The initial fabrics that were defined are RDMA-based fabric protocols in Fiber Channel.
So some basics on NVMe.
Different layers are, so you have, of course, drivers.
And, you know, for inbox NVMe devices, you have one set of drivers,
and of course for the fabric NVMe devices, those will require new drivers,
which the group is working on right now,
and a lot of them have been pushed into the upstream kernel for Linux
and are also being ported to other operating systems.
The next layer is the subsystem, other operating systems.
The next layer is the subsystem.
And a subsystem is really what's contained in a storage device.
And it contains the controllers, the media, namespaces and interfaces.

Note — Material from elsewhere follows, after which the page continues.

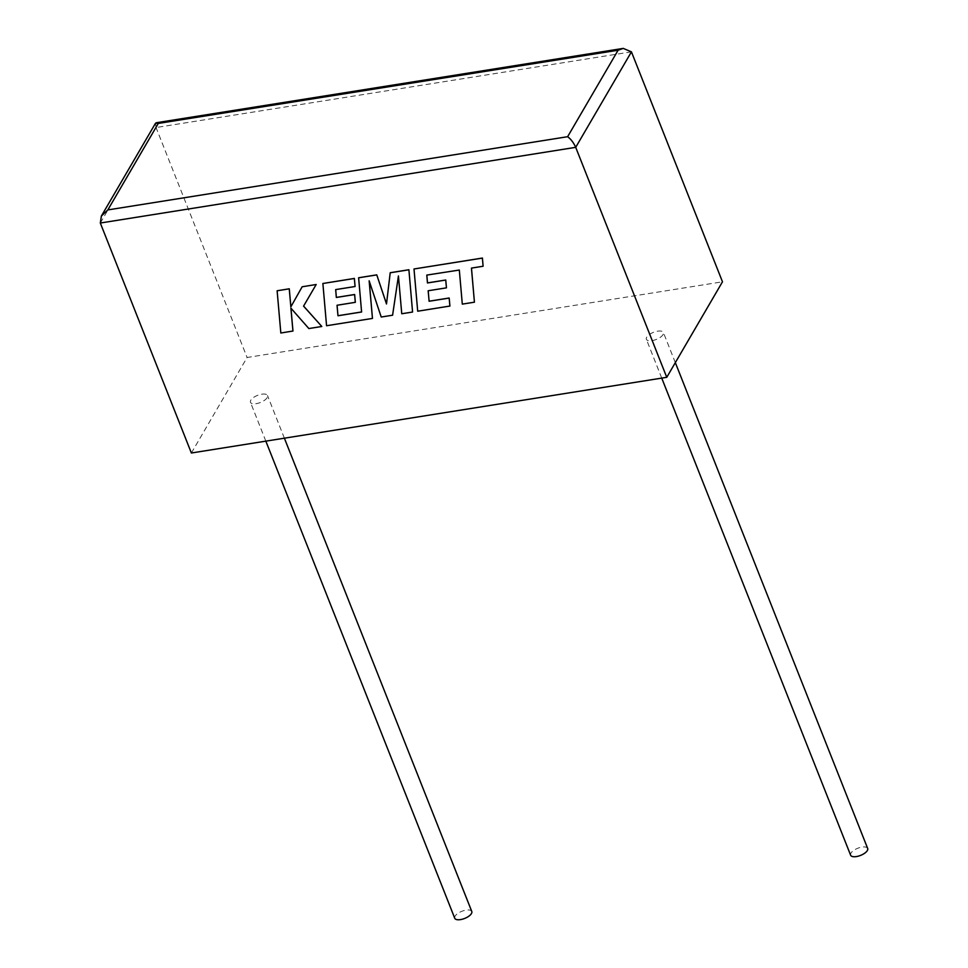 <?xml version="1.0" encoding="UTF-8"?>
<svg xmlns="http://www.w3.org/2000/svg" width="968" height="968" viewBox="0 0 968 968"><rect width="100%" height="100%" fill="white"/><g stroke="black" fill="none" stroke-linecap="round" stroke-linejoin="round"><path stroke-width="0.73" stroke-dasharray="4.84 3.63" d="M867.679 848.464A9.16 3.836 -21.6 0 0 861.919 847.109A9.16 3.836 -21.6 0 0 850.63 855.216M652.117 340.615A9.16 3.836 -21.6 0 0 663.395 332.52A9.16 3.836 -21.6 0 0 657.635 331.165A9.16 3.836 -21.6 0 0 646.358 339.26A9.16 3.836 -21.6 0 0 652.117 340.615M454.742 918.245A9.16 3.836 158.4 0 1 466.019 910.138A9.16 3.836 158.4 0 1 471.779 911.493M261.735 394.194A9.16 3.836 158.4 0 1 267.507 395.549A9.16 3.836 158.4 0 1 256.217 403.656A9.16 3.836 158.4 0 1 250.458 402.289A9.16 3.836 158.4 0 1 261.735 394.194M191.374 453L247.094 357.494L722.479 281.809M100.321 223.027L156.042 127.534L247.094 357.494M631.438 51.849L156.042 127.534L155.509 123.251M277.151 290.727L280.853 332.968L292.965 331.032M290.945 308.187L308.877 328.503L321.848 326.434M303.565 306.13L316.185 284.507M302.173 286.746L290.848 306.856M390.213 272.722L386.498 303.952M358.62 277.755L361.596 311.999M337.058 305.222L355.341 302.318M335.702 289.601L355.111 286.467M322.901 283.442L326.591 325.684L372.486 318.375M369.195 280.938L381.247 316.984L392.609 315.169M398.429 276.062L401.781 313.717L412.61 311.986M426.791 275.094L459.34 269.987L462.329 304.073L474.465 302.137M471.44 268.1L483.129 266.2M414.038 268.935L417.728 311.176L449.914 306.045M428.195 290.751L446.466 287.811M675.325 362.637L663.395 332.52M284.386 438.189L267.507 395.549M265.837 441.142L250.458 402.289M661.737 378.113L646.358 339.26"/><path stroke-width="1.45" d="M661.737 378.113L850.63 855.216A9.16 3.836 -21.6 0 0 856.39 856.571A9.16 3.836 -21.6 0 0 867.679 848.464L675.325 362.637M284.386 438.189L471.779 911.493A9.16 3.836 158.4 0 1 460.502 919.6A9.16 3.836 158.4 0 1 454.742 918.245L265.837 441.142M666.758 377.314L722.479 281.809L631.438 51.849L623.247 48.4L618.092 50.227L158.292 123.432L107.823 209.923L101.374 216.046L100.321 223.027L191.374 453L666.758 377.314L575.706 147.342L100.321 223.027M101.374 216.046L155.509 123.251L158.292 123.432M107.823 209.923L567.623 136.706C570.926 139.15 573.625 142.695 575.706 147.342L631.438 51.849M292.941 331.08L290.908 308.151L308.852 328.551L321.812 326.482L303.565 306.13L316.185 284.507L302.149 286.782L290.848 306.856L289.25 288.839L277.126 290.775L280.829 333.004L292.965 331.032L290.945 308.187M277.126 290.775L289.275 288.791L290.872 306.808M321.812 326.482L303.601 306.094M316.185 284.507L302.149 286.782M355.316 302.355L354.615 294.55L336.332 297.466L335.666 289.601L355.075 286.516L354.349 278.481L322.876 283.491L326.567 325.732L372.462 318.424L369.147 280.817L381.223 317.02L392.584 315.217L398.429 275.977L401.756 313.753L412.574 312.035L408.895 269.745L390.213 272.722L386.498 303.952L376.758 274.864L358.62 277.755L361.596 311.999L337.977 315.762L337.07 305.259L355.341 302.318L354.639 294.502L336.356 297.418L335.702 289.601M408.871 269.794L390.189 272.77M386.51 303.867L376.758 274.864M376.733 274.912L358.596 277.804M361.596 311.962L338.014 315.713M337.977 315.762L337.033 305.271M355.075 286.516L354.373 278.433L322.876 283.491M372.462 318.424L369.195 280.938M392.584 315.217L398.429 276.062M412.574 312.035L408.895 269.745M474.429 302.185L471.44 268.1L483.105 266.248L482.391 258.093L414.001 268.983L417.704 311.212L449.914 306.045L449.176 298.011L429.126 301.205L428.159 290.763L446.442 287.847L445.74 280.042L427.457 282.958L426.791 275.094L459.316 270.036L462.305 304.121L474.429 302.185L471.476 268.1M483.105 266.248L482.415 258.045L414.001 268.983M449.89 306.094L449.176 298.011M449.152 298.059L429.102 301.254L428.195 290.751M446.442 287.847L445.764 280.006L427.481 282.91L426.827 275.094M567.623 136.706L618.092 50.227M156.235 122.754L623.247 48.4"/></g></svg>

Controller is, of course, what you would expect it to be.
It's the actual entity that executes the commands and returns the responses and manages the storage.
And within the preview of a controller are the namespaces, which are the actual storage extents,
which is the actual disk, equivalent to a disk image or a disk.
And the one thing that NVMe has over other storage protocols is a very deep set of queuing
in a large set of possible queues that can be associated with any particular
set of controllers. And so the important thing about NVMe is maintaining this
queue method so that you have large amounts of queues
which are associated with any particular controller.
So if you look at a taxonomy of the transport,
NVMe itself was defined as a memory-based model.
Now, of course, you can't, even in RFRDMA,
you can't use memory-based models in a fabric
because the data still has to be moved over the fabric.
So fabrics evolve into a message-based model.
And Fiber Channel maps the NVMe data, of course, onto fiber channel frames.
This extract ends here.